● **EXERCISE OBJECTIVE**
From first line to last, give the records again word for word and omit the pictures.

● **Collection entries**
>>>>
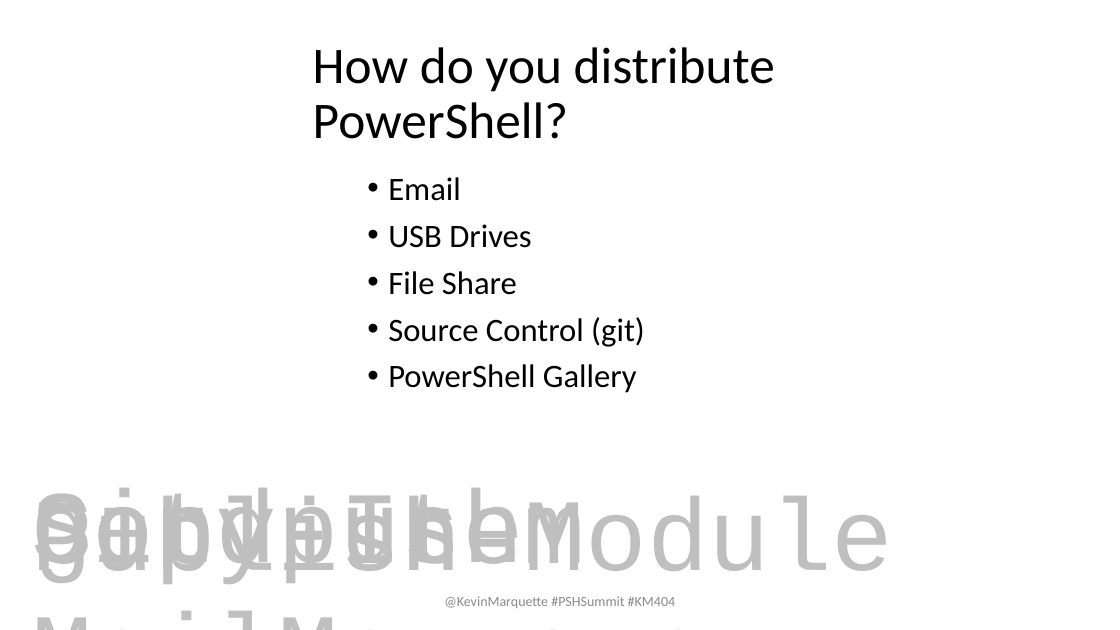
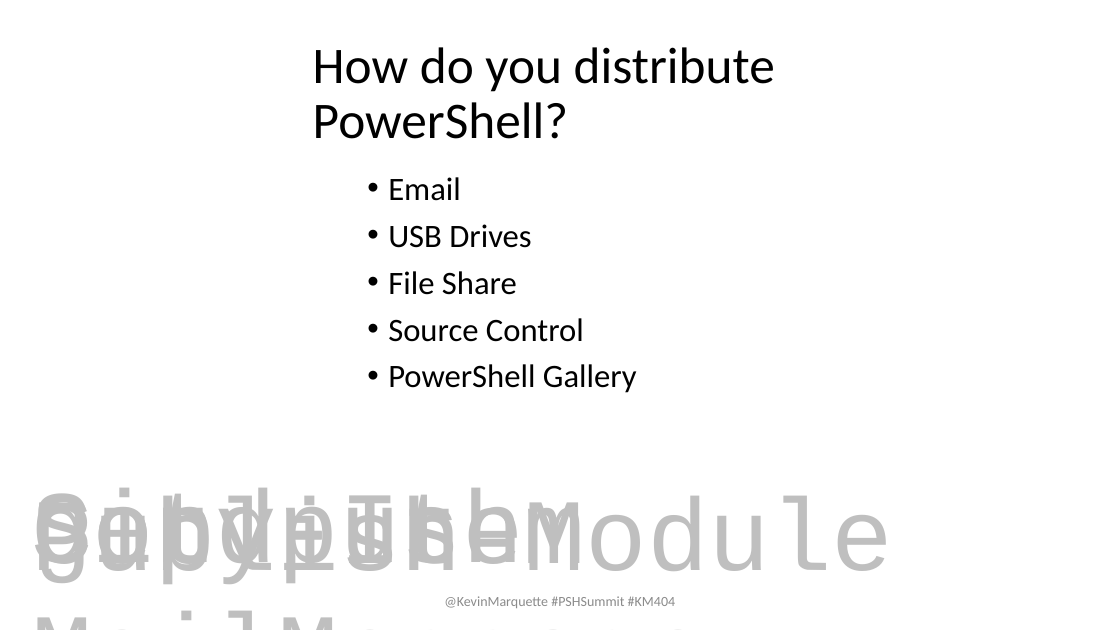
Before and after one commit to KevinMarquette/ManagingModulesPresentation, a slide deck: slide 3 of ManagingModulesPresentation.pptx. Drawn at 1120x630 pixels with LibreOffice and Linux fonts; fonts in the diff are those of the drawing; background and template pictures are left out. Boxes give left, top, right and bottom in pixels: in the first picture for what was removed or moved away, otherwise in the second. Text is boxed around its words. In the diff, an @@ line names an element or a change of style, - is before the commit and + after.

```diff
--- a/ManagingModulesPresentation.pptx
+++ b/ManagingModulesPresentation.pptx
@@ text at <box>388,318,584,342</box>: text changed @@
-• Source Control (git)
+• Source Control
```
Also in this commit, not shown: 3 other slides changed, 3 slides removed, 24 other files.
<<<<
● **YOUR RESPONSE**
Before and after one commit to KevinMarquette/ManagingModulesPresentation, a slide deck: slide 3 of ManagingModulesPresentation.pptx. Drawn at 1120x630 pixels with LibreOffice and Linux fonts; fonts in the diff are those of the drawing; background and template pictures are left out. Boxes give left, top, right and bottom in pixels: in the first picture for what was removed or moved away, otherwise in the second. Text is boxed around its words. In the diff, an @@ line names an element or a change of style, - is before the commit and + after.

```diff
--- a/ManagingModulesPresentation.pptx
+++ b/ManagingModulesPresentation.pptx
@@ text at <box>388,318,584,342</box>: text changed @@
-• Source Control (git)
+• Source Control
```
Also in this commit, not shown: 3 other slides changed, 3 slides removed, 24 other files.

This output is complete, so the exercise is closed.